OPM's Berry discusses telework during government shutdowns

For the last week, Office of Personnel Management Director John Berry may have been the most important man in Washington. For five workdays in a row, Berry has been the one making the final decision on whether the national capital area’s 270,000 snow-weary federal workers should report to work.

On Thursday — the fourth consecutive day the federal government in Washington was shut down — feds and non-feds alike had the chance to ask questions of the man with the power during a live online Q&A session on the Washington Post's Web site.

First: The President's Day holiday on Feb. 15 will not be canceled, Berry said.

Some other highlights from the Post session:

A reader with a component of the Health and Human Services Department said the agency requires employees have one year of employment before they can telework. That prevented the employee from teleworking this week.

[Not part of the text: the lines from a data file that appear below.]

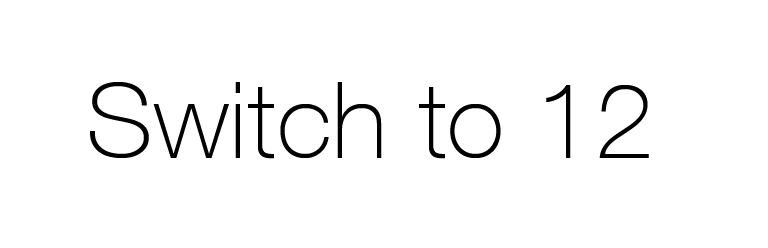
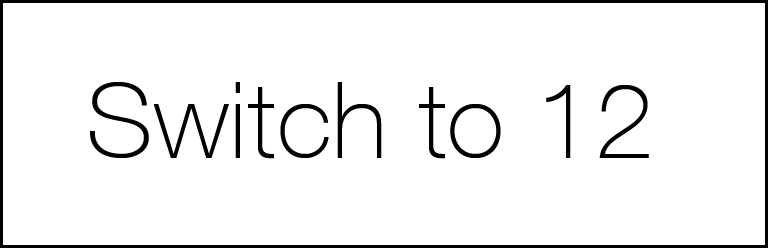
Layer changes from the first 768 × 248 image to the second:
added layer "Layer 1" above "Background copy" over box(0, 0, 768, 248)
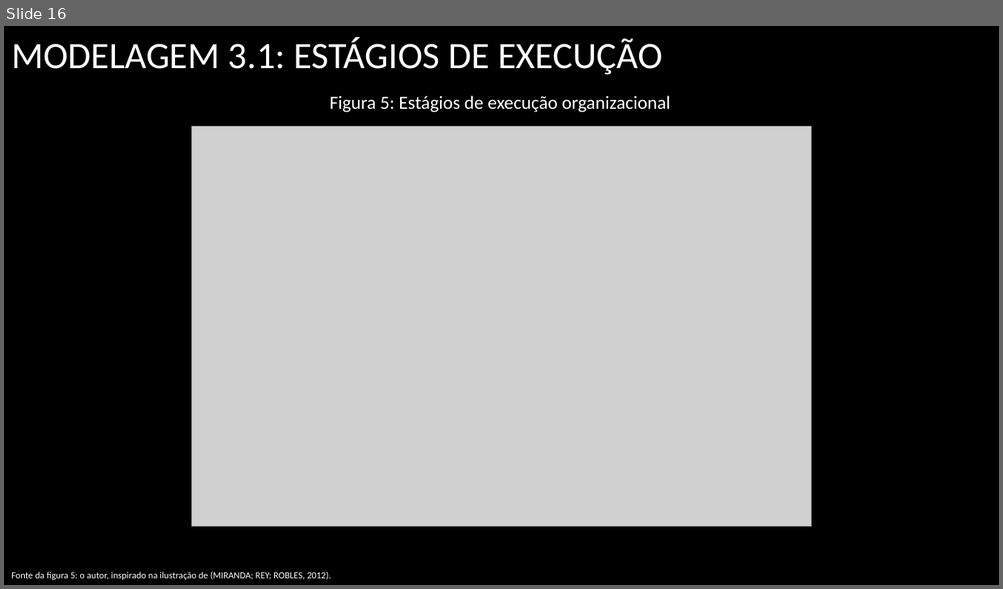
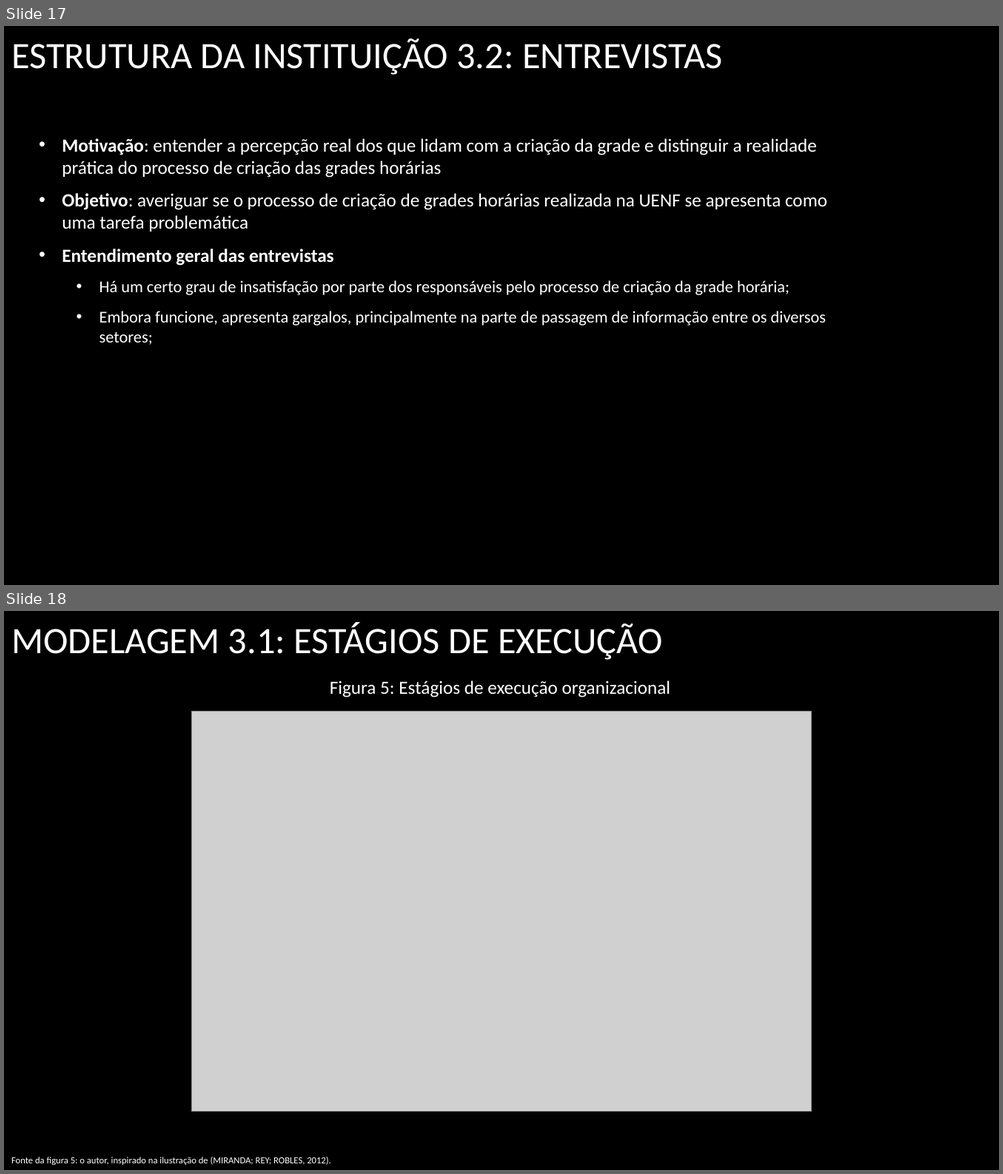
Before and after one commit to UENF-Organizacao-de-Disciplinas/INF01131-Monografia, a slide deck: Files/Apresentações/Apresentação Final.pptx. Shown one above the other, each under a label of ours: slide 16 before the commit, slides 17 and 18 after it. The pictures are 1003x589 and 1003x1174 pixels, drawn with LibreOffice and Linux fonts; fonts in the diff are those of the drawing; grey boxes stand for pictures; background and template pictures are left out. Boxes give left, top, right and bottom in pixels: in the first picture for what was removed or moved away, otherwise in the second. Text is boxed around its words. In the diff, an @@ line names an element or a change of style, - is before the commit and + after.

Commit message:
fui até 3.2: entrevistas

```diff
--- a/Files/Apresentações/Apresentação Final.pptx
+++ b/Files/Apresentações/Apresentação Final.pptx
@@ slide 17 added at box(4, 26, 999, 585), background picture (left out) @@
@@ title added at box(11, 39, 722, 75), 36 pt, text #FFFFFF @@
+ESTRUTURA DA INSTITUIÇÃO 3.2: ENTREVISTAS
@@ text added at box(62, 138, 827, 345), 18 pt, text #FFFFFF @@
+• Motivação: entender a percepção real dos que lidam com a criação da grade e distinguir a realidade prática do processo de criação das grades horárias
+• Objetivo: averiguar se o processo de criação de grades horárias realizada na UENF se apresenta como uma tarefa problemática
+• Entendimento geral das entrevistas
+  • Há um certo grau de insatisfação por parte dos responsáveis pelo processo de criação da grade horária;
+  • Embora funcione, apresenta gargalos, principalmente na parte de passagem de informação entre os diversos setores;
@@ what was slide 16 is now slide 18 @@
```
Also in this commit, not shown: 9 slides changed, 5 other slides added, 4 slides removed.

"We, OPM, has no one-year requirement and I hope that after this experience your agency will appreciate the importance value, productivity allowing as many workers as possible to telework without arbitrary restrictions such as a one-year delay," Berry replied.

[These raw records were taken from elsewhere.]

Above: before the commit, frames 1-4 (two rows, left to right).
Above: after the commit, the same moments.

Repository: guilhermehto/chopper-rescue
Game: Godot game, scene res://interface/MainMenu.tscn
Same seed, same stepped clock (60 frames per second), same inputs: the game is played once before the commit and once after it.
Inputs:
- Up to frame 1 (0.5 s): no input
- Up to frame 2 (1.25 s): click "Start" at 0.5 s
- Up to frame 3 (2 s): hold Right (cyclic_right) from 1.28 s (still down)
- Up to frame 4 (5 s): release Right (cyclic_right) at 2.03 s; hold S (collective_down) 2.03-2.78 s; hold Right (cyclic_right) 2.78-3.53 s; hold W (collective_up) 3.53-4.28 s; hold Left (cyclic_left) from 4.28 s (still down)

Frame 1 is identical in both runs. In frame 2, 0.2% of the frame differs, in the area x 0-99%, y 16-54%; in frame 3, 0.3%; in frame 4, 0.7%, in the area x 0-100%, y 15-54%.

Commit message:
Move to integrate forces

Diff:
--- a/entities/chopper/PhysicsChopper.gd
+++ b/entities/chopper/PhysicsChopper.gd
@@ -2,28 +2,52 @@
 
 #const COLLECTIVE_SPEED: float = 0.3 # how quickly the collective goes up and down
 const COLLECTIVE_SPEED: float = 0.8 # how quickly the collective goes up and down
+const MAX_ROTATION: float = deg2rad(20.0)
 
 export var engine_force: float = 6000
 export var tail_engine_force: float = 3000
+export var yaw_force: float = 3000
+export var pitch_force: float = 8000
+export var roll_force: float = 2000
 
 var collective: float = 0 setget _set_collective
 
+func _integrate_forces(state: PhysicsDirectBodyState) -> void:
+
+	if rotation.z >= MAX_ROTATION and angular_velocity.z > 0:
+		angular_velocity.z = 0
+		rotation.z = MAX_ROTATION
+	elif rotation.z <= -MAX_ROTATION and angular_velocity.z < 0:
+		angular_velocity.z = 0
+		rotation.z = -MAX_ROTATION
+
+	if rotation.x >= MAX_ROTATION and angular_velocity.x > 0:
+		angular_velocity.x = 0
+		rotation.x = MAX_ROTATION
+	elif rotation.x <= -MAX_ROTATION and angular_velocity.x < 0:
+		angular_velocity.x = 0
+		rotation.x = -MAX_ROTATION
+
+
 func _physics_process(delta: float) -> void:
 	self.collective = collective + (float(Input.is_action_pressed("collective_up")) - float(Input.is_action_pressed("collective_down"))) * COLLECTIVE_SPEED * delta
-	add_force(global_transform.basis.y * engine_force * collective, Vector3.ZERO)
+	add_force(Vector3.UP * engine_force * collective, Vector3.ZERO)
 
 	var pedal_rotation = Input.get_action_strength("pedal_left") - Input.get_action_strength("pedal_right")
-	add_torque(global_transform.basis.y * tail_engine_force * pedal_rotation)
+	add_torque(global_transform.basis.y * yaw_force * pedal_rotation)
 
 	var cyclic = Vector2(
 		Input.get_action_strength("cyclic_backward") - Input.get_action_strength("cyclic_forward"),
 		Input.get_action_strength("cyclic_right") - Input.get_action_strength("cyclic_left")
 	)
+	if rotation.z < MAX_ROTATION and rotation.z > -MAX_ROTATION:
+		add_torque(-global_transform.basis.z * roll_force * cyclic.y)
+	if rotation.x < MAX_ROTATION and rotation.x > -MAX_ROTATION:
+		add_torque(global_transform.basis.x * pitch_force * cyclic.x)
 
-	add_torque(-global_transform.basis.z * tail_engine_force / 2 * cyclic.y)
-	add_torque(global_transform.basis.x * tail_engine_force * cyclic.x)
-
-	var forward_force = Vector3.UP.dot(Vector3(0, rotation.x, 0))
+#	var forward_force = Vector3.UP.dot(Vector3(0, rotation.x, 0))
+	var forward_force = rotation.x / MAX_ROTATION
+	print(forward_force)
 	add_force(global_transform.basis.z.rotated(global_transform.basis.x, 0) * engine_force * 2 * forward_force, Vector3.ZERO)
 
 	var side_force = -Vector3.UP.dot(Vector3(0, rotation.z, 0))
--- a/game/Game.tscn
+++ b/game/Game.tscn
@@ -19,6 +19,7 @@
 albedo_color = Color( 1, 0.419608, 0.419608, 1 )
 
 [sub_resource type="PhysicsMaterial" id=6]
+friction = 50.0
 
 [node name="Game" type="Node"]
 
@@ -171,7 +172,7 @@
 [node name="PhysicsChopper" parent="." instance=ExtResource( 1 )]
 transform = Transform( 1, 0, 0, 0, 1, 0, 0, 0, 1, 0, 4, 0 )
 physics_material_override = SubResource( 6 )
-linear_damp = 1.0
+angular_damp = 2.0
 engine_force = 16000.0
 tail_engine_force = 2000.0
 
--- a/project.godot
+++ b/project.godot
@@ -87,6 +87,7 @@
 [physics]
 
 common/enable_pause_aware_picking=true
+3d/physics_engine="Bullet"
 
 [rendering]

Several of the questions concerned telework, and Berry said he was optimistic that the experience would drive home to agency leaders the importance of making it possible.

"One of the lessons learned from the snowstorm is that we need to encourage agencies to acquire more portable, modern computers that will make it easier and more secure to work from home," he said.

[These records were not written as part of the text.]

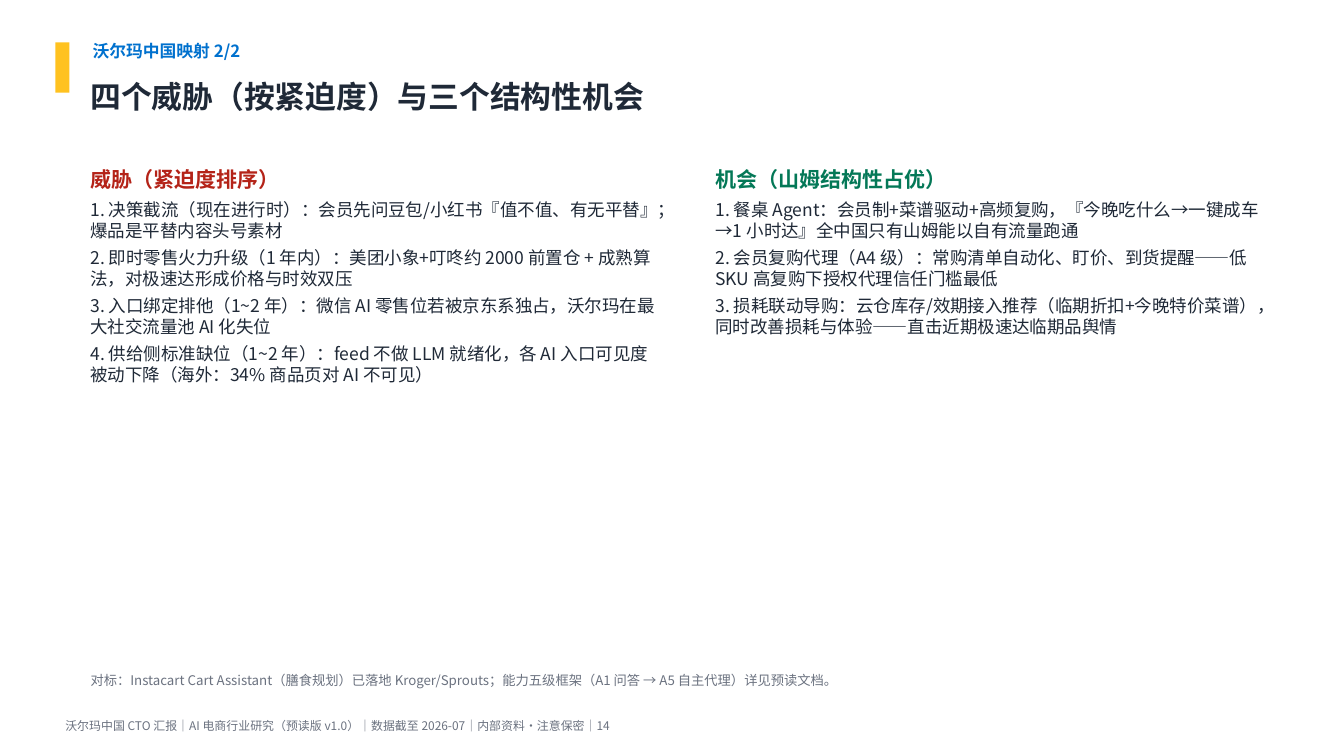
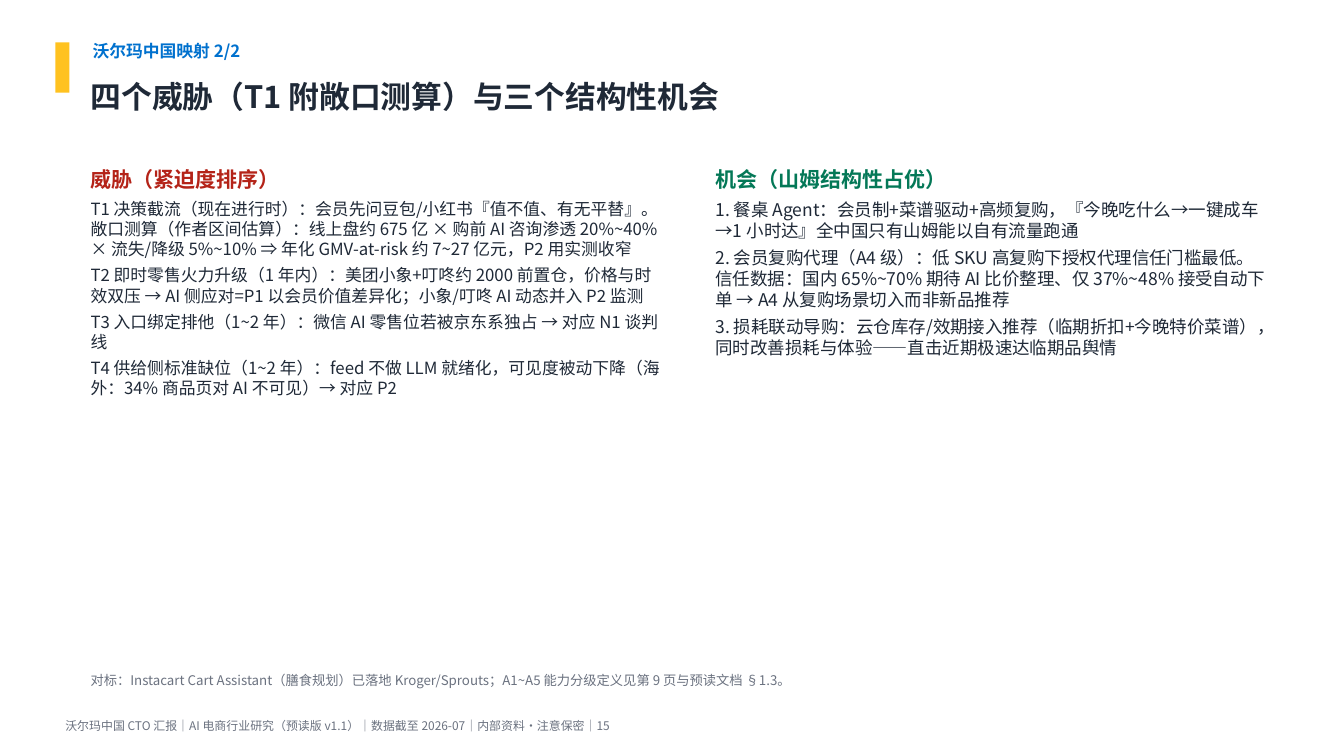
Before and after one commit to breeze2623-create/Aicommerce, a slide deck: slide 15 of report/AI电商行业研究_沃尔玛中国CTO汇报.pptx (slide 14 before the commit). Drawn at 1344x756 pixels with LibreOffice and Linux fonts; fonts in the diff are those of the drawing. Boxes give left, top, right and bottom in pixels: in the first picture for what was removed or moved away, otherwise in the second. Text is boxed around its words. In the diff, an @@ line names an element or a change of style, - is before the commit and + after.

```diff
--- a/report/AI电商行业研究_沃尔玛中国CTO汇报.pptx
+++ b/report/AI电商行业研究_沃尔玛中国CTO汇报.pptx
@@ text at <box>91,81,719,111</box>: text changed @@
-四个威胁（按紧迫度）与三个结构性机会
+四个威胁（T1 附敞口测算）与三个结构性机会
@@ text at <box>91,200,659,396</box>: text changed; size 12.5 to 12 pt @@
-1. 决策截流（现在进行时）：会员先问豆包/小红书『值不值、有无平替』；爆品是平替内容头号素材
-2. 即时零售火力升级（1 年内）：美团小象+叮咚约 2000 前置仓 + 成熟算法，对极速达形成价格与时效双压
-3. 入口绑定排他（1~2 年）：微信 AI 零售位若被京东系独占，沃尔玛在最大社交流量池 AI 化失位
-4. 供给侧标准缺位（1~2 年）：feed 不做 LLM 就绪化，各 AI 入口可见度被动下降（海外：34% 商品页对 AI 不可见）
+T1 决策截流（现在进行时）：会员先问豆包/小红书『值不值、有无平替』。敞口测算（作者区间估算）：线上盘约 675 亿 × 购前 AI 咨询渗透 20%~40% × 流失/降级 5%~10% ⇒ 年化 GMV-at-risk 约 7~27 亿元，P2 用实测收窄
+T2 即时零售火力升级（1 年内）：美团小象+叮咚约 2000 前置仓，价格与时效双压 → AI 侧应对=P1 以会员价值差异化；小象/叮咚 AI 动态并入 P2 监测
+T3 入口绑定排他（1~2 年）：微信 AI 零售位若被京东系独占 → 对应 N1 谈判线
+T4 供给侧标准缺位（1~2 年）：feed 不做 LLM 就绪化，可见度被动下降（海外：34% 商品页对 AI 不可见）→ 对应 P2
@@ text at <box>715,249,1265,308</box>: text changed @@
-2. 会员复购代理（A4 级）：常购清单自动化、盯价、到货提醒——低 SKU 高复购下授权代理信任门槛最低
+2. 会员复购代理（A4 级）：低 SKU 高复购下授权代理信任门槛最低。信任数据：国内 65%~70% 期待 AI 比价整理、仅 37%~48% 接受自动下单 → A4 从复购场景切入而非新品推荐
@@ text at <box>91,674,791,689</box>: text changed @@
-对标：Instacart Cart Assistant（膳食规划）已落地 Kroger/Sprouts；能力五级框架（A1 问答 → A5 自主代理）详见预读文档。
+对标：Instacart Cart Assistant（膳食规划）已落地 Kroger/Sprouts；A1~A5 能力分级定义见第 9 页与预读文档 §1.3。
@@ text at <box>65,720,610,731</box>: text changed @@
-沃尔玛中国 CTO 汇报｜AI 电商行业研究（预读版 v1.0）｜数据截至 2026-07｜内部资料·注意保密｜14
+沃尔玛中国 CTO 汇报｜AI 电商行业研究（预读版 v1.1）｜数据截至 2026-07｜内部资料·注意保密｜15
```
Also in this commit, not shown: 17 other slides changed, 1 slide added, 5 other files.

The growing prevalence of telework, in fact, makes the $100 million-a-day figure that a government shutdown is said to cost an outdated figure. It was based on lost productivity among other factors, and the more employees can telework, the less productivity is lost. Berry said OPM will soon update the formula used to calculate the cost.

About the Author

Technology journalist Michael Hardy is a former FCW editor.

Reader Comments

Tue, Feb 16, 2010

Office is closed due to inclement weather. Do you, if you telework that day, get some form of compensation (credit or compensatory time)? That is, according to OPM you are off, yet since you have a laptop you are tasked to work by your agency (even though your duty station is closed). This is in a way "forced telework". Is that legal? Is this taking telework too far and applying rules to suit leadership (as opposed to internal rules, like length in service, performance rating and such to get only a part of the 80 hour workweek approved to telework during good weather days). This is the federal government playing both sides of a very 'topical and hot' issue.

Fri, Feb 12, 2010

How much does it save the government to require contractor to use their own computers, their own internet connectivity and their own electricity to telework during these federal closures?

Fri, Feb 12, 2010 Earl Kelton Washington, DC

The Administraive Office of the US Courts after great deliberation embraced Tele-working a couple of years ago and it appears to be working well. After polling the mid level managers their biggest fear was losing control of the extended office. Unfortunately, this is a major road block for other agency implementing tele-working. Until agency get new, younger managers and replace the old guard tele-working will not be readily accepted. It is a shame when the majority has to suffer for the insecurity of a few.